------ Input for this task ------
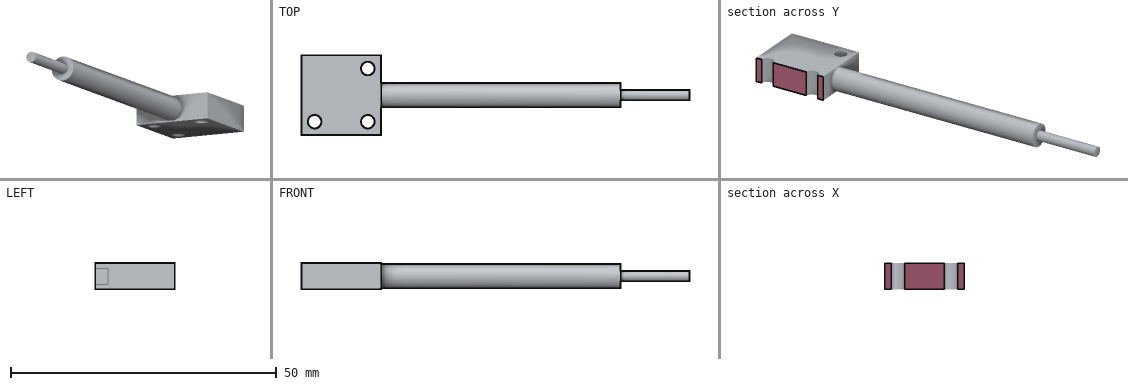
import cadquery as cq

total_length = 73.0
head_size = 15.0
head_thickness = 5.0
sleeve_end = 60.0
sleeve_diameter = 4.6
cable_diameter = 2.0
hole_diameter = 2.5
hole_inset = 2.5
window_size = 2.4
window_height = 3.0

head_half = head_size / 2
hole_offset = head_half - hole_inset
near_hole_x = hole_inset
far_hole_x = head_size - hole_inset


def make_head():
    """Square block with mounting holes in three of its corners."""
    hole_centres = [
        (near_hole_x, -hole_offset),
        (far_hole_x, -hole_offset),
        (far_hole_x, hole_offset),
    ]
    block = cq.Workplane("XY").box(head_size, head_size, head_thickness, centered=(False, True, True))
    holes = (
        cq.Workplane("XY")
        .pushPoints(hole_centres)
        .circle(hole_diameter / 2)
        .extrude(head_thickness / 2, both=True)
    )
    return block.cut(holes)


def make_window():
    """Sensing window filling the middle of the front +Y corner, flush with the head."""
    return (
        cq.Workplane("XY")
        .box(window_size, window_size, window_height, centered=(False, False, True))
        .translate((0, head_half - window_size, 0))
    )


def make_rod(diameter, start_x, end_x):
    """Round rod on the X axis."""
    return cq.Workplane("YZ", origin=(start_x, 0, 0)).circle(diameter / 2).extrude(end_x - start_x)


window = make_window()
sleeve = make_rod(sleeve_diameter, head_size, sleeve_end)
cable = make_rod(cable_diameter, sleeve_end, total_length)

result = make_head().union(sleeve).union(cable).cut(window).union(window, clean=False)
------
------ Input for this task ------
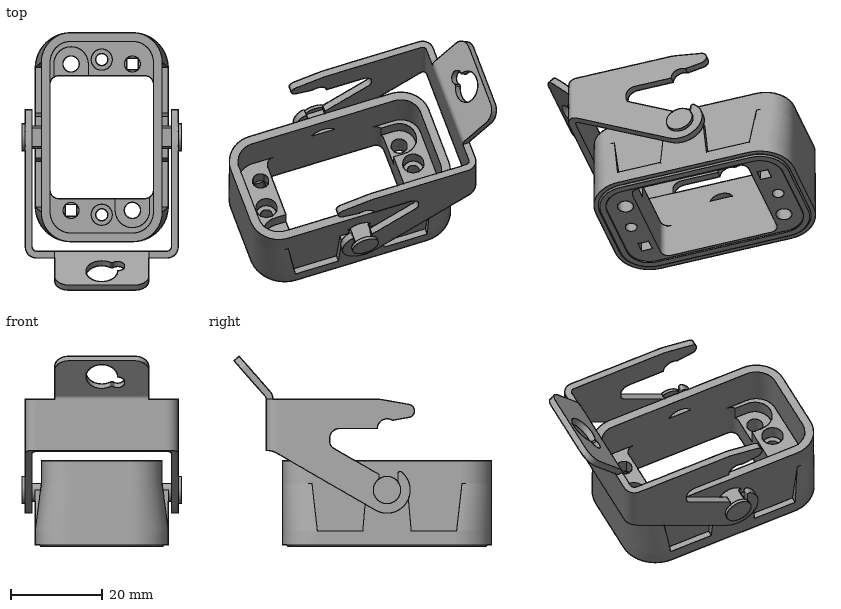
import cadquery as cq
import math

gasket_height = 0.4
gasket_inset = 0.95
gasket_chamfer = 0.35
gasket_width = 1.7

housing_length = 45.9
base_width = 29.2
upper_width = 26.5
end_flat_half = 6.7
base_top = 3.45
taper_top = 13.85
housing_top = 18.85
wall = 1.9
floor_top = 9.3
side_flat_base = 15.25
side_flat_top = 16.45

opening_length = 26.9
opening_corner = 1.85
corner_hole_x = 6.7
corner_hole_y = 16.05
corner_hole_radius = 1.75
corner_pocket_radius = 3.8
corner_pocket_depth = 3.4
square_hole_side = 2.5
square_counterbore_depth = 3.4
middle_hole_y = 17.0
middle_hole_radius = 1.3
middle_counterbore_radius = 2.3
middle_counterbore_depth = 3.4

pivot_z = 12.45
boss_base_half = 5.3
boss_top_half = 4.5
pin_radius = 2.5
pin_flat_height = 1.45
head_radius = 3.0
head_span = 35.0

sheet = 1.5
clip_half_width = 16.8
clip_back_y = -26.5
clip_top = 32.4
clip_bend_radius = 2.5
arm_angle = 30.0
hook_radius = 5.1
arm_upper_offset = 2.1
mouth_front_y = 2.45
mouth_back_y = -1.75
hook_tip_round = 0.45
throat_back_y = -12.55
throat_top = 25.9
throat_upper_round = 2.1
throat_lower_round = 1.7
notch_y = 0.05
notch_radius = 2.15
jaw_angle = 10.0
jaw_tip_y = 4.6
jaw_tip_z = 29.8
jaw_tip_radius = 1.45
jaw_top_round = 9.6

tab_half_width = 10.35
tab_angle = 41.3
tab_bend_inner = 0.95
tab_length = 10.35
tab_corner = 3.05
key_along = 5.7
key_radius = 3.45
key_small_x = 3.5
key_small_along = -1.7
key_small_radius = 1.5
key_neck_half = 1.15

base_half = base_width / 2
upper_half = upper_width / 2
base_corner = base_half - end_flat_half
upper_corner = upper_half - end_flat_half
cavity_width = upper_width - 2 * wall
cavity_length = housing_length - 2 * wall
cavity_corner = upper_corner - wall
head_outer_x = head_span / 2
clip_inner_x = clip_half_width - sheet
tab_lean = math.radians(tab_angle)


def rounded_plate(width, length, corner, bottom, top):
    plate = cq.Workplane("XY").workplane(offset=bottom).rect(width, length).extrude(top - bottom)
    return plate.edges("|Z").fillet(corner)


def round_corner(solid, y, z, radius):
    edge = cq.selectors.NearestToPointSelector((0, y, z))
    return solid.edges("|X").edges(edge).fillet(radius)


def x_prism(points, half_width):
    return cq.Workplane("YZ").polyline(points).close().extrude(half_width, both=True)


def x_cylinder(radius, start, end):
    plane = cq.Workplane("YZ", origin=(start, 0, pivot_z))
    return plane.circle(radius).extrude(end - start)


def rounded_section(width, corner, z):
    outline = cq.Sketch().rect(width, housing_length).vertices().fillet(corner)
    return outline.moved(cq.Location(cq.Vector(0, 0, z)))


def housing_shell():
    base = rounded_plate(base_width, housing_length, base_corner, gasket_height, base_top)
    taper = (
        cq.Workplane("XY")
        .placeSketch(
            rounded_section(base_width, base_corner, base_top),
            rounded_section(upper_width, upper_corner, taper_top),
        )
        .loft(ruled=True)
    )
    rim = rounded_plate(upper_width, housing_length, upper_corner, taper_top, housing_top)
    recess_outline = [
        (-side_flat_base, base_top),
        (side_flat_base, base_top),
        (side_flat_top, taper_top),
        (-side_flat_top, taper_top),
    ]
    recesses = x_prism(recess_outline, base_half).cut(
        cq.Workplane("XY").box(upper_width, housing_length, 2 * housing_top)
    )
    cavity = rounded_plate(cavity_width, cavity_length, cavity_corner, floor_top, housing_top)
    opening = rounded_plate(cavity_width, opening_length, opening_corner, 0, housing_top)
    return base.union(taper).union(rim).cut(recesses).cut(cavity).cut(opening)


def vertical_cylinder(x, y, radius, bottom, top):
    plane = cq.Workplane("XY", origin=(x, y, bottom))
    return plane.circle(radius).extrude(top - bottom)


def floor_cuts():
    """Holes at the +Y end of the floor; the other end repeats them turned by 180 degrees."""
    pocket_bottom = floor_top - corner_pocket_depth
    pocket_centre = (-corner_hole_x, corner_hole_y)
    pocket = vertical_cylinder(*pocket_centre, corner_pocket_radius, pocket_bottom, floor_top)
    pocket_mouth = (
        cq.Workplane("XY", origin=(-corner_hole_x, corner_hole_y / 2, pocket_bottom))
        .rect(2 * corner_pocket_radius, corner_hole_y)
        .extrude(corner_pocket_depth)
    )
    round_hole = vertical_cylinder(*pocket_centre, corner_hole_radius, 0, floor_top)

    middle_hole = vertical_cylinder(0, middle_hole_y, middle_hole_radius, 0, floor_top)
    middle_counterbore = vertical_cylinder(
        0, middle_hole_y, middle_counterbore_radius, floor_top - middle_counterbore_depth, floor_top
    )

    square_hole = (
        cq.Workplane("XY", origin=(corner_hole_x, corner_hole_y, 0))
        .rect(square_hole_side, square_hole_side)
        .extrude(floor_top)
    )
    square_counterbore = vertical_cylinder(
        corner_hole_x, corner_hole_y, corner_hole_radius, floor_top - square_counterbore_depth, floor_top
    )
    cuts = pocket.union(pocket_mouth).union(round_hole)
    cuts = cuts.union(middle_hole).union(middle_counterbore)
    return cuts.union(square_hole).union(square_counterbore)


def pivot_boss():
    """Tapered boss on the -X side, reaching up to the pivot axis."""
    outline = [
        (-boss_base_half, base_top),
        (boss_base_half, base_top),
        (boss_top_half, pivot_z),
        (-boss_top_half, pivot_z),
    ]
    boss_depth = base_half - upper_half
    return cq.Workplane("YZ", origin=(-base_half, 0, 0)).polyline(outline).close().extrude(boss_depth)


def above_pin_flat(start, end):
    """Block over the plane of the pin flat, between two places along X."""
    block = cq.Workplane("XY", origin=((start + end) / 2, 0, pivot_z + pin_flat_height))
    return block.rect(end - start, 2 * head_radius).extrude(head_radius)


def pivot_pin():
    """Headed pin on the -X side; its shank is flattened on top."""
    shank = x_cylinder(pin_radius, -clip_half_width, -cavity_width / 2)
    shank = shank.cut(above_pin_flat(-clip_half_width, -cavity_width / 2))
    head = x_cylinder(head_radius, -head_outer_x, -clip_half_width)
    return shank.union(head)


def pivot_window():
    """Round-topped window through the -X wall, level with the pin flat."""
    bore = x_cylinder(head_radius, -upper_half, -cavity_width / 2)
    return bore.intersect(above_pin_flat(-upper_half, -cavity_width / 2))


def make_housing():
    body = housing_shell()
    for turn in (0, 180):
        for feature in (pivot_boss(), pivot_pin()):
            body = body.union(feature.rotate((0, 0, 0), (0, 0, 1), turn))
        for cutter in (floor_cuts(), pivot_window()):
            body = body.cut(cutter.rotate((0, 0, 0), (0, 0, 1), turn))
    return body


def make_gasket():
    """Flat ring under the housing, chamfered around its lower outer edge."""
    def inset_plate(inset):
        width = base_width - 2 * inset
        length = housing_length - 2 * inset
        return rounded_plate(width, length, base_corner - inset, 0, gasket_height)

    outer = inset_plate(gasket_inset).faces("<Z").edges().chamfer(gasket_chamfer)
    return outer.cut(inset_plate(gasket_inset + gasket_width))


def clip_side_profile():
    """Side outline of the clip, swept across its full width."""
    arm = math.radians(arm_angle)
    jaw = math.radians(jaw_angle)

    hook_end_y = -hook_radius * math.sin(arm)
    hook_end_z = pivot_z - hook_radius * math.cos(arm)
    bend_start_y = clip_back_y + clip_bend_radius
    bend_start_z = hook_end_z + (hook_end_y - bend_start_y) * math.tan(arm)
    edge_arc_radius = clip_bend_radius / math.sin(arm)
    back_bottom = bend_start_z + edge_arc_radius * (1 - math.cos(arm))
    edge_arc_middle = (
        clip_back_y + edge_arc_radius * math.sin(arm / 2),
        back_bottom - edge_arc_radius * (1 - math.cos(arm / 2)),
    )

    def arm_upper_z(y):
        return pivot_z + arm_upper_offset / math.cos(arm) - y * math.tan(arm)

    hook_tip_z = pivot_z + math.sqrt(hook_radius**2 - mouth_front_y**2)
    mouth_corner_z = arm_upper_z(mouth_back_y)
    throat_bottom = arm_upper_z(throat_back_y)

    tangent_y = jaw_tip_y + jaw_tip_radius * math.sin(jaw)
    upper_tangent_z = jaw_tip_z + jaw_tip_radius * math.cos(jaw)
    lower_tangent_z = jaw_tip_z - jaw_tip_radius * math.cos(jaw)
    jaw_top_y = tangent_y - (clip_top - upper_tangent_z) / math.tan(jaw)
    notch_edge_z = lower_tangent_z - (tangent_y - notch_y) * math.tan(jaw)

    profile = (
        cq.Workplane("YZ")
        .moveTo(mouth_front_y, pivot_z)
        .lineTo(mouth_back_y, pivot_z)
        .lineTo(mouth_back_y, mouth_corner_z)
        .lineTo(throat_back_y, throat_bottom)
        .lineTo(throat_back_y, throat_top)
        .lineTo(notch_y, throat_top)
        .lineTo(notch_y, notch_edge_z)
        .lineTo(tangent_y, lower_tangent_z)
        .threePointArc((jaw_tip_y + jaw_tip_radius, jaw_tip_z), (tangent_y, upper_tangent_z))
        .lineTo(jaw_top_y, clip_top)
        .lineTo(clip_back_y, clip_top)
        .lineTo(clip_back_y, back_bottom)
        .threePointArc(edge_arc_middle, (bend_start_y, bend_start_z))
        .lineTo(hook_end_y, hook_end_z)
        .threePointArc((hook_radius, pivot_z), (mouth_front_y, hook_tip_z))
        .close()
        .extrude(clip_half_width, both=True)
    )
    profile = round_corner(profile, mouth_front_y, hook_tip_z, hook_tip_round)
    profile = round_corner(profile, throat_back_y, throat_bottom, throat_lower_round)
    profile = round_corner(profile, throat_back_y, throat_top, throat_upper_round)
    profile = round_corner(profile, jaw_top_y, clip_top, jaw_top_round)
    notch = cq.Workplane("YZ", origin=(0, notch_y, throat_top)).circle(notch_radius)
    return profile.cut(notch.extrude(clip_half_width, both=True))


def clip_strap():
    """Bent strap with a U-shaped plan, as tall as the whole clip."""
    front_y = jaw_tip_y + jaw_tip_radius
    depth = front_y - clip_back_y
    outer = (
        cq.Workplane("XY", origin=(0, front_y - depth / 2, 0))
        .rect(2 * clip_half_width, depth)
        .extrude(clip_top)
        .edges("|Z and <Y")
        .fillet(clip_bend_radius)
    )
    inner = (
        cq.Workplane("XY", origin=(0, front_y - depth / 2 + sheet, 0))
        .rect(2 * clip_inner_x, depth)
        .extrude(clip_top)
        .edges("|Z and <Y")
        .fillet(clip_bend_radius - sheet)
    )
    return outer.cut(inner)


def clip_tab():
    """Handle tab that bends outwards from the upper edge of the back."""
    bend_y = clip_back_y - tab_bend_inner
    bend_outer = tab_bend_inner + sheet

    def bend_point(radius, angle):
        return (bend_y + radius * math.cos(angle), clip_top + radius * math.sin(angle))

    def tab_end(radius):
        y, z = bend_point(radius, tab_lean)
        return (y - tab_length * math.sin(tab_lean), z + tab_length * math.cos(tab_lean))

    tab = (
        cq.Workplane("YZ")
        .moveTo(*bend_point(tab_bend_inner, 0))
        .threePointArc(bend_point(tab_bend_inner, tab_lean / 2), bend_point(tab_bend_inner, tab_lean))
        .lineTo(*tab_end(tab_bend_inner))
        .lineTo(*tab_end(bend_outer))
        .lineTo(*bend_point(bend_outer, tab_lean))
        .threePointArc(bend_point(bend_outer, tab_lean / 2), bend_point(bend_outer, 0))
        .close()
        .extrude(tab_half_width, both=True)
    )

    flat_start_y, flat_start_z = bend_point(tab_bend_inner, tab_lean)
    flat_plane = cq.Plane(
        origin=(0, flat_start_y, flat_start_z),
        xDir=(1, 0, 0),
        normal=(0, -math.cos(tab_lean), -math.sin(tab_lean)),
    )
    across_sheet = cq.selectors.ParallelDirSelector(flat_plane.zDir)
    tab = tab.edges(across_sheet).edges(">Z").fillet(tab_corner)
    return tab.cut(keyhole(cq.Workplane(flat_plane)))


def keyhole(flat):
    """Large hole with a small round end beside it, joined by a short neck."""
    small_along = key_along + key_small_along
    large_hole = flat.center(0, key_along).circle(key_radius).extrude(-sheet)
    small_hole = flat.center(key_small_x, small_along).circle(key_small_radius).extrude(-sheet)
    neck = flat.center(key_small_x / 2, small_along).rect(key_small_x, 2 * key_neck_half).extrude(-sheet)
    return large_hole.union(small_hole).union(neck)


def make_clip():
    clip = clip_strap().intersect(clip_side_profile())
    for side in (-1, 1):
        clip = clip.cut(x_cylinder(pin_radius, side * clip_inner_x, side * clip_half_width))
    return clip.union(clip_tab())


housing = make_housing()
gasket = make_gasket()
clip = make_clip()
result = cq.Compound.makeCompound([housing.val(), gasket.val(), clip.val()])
------
● Assigned task: Find the word "moveTo" in the entries above. Copy every line that has it.

● Worked solution:
        .moveTo(mouth_front_y, pivot_z)
        .moveTo(*bend_point(tab_bend_inner, 0))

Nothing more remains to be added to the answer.